Pancreatitis and dysbiosis

Pancreatitis and dysbiosis Pancreatitis is an inflammation of the pancreas, which is characterized, in particular, by a violation of the outflow of proenzymes into the duodenum.The duodenum is that part of the small intestine into which partially digested food gets from the stomach.It is from here that it begins its journey through the intestine and it is here that a number of processes occur that make the edible mass suitable for digestion by the intestine.

Here, firstly, the acid-base balance of the food mass changes in the alkaline side, and secondly, the pancreatic enzymes-active substances that digest food and are produced by the pancreas-are injected into the food mass.

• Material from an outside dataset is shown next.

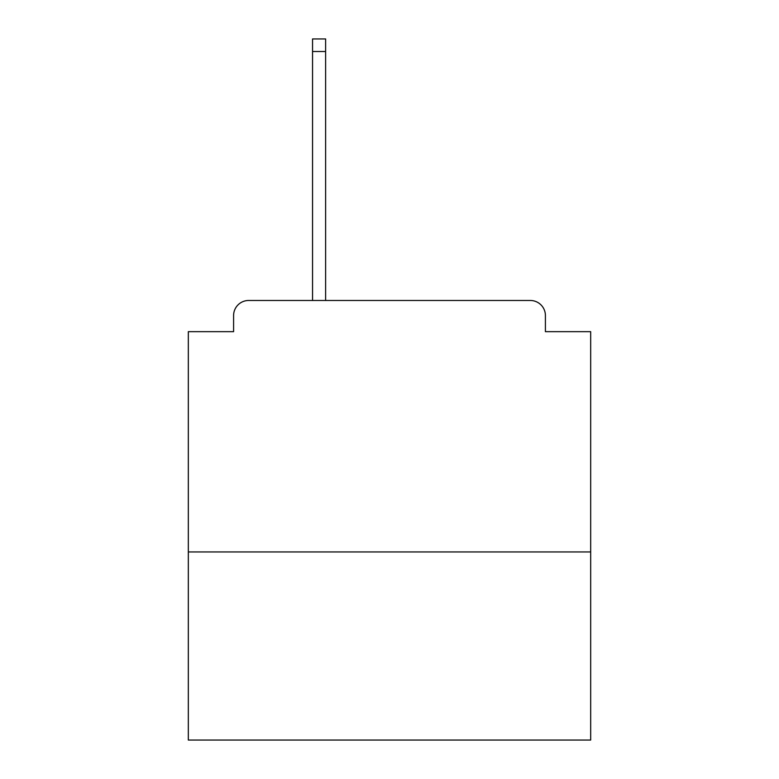 <?xml version="1.0" encoding="UTF-8"?>
<svg xmlns="http://www.w3.org/2000/svg" width="779" height="779" viewBox="0 0 779 779"><rect width="100%" height="100%" fill="white"/><g stroke="black" fill="none" stroke-linecap="round" stroke-linejoin="round"><path stroke-width="1.17" d="M590.677 551.951L590.677 331.659L545.407 331.659L545.407 315.563A15.083 15.083 0 0 0 530.324 300.48L248.676 300.48A15.083 15.083 0 0 0 233.593 315.563L233.593 331.659L188.323 331.659L188.323 740.05L590.677 740.05L590.677 551.951L188.323 551.951M233.593 315.563L233.593 331.659M530.324 300.48L467.955 300.48M311.045 300.48L248.676 300.48M545.407 331.659L545.407 315.563M325.622 51.521L312.554 51.521L312.554 38.95L325.622 38.95L325.622 300.48M312.554 51.521L312.554 300.48"/></g></svg>

If at least one of these processes is violated, and when pancreatitis inevitably reduces the level of fermentation of enzymes, the negative consequences move further and spread to the entire intestine.What are the prerequisites for dysbiosis?The fact is that each part of the intestine is "programmed" to digest and assimilate food in a certain stage of "pr

ocessing".Without the addition of enzymes( or with a significant decrease in their level of content) in the food mass, digestion processes begin instead of digestion.The substances released in this way, to put it mildly, do not radically affect the whole organism and those parts of the intestine where this wandering mass is at the moment.


Immediately suffers from the natural intestinal microflora, that is, develops a dysbacteriosis in pancreatitis.This leads to an additional disruption of digestion already in the subsequent departments, disturbances of normal microflora spread to them.As a result, what enters the large intestine already carries in itself almost more harmful substances than nutrients, and nutrients are still in an unassembled state.

Dysbacteriosis in pancreatitis Dysbacteriosis carries in itself at least three significant negative aspects:

  • self-poisoning of the body with toxins released from fermentation and putrefactive processes in the intestine;
  • sharply reduced absorption of nutrients, which leads to exhaustion and weakening of the body;
  • considerable discomfort caused by active gas generation and diarrhea, which in turn creates a risk of dehydration.

In view of this, when preparing the right diet for a patient with pancreatitis, it is necessary to take into account the reduced capacity for intestinal digestion of food for dysbacteriosis and at least temporarily reduce the digestible food in the diet.It may also be necessary to take drugs containing pancreatic enzymes to compensate for insufficient intestinal digestion and drugs that help restore normal intestinal microflora to eliminate dysbacteriosis in pancreatitis.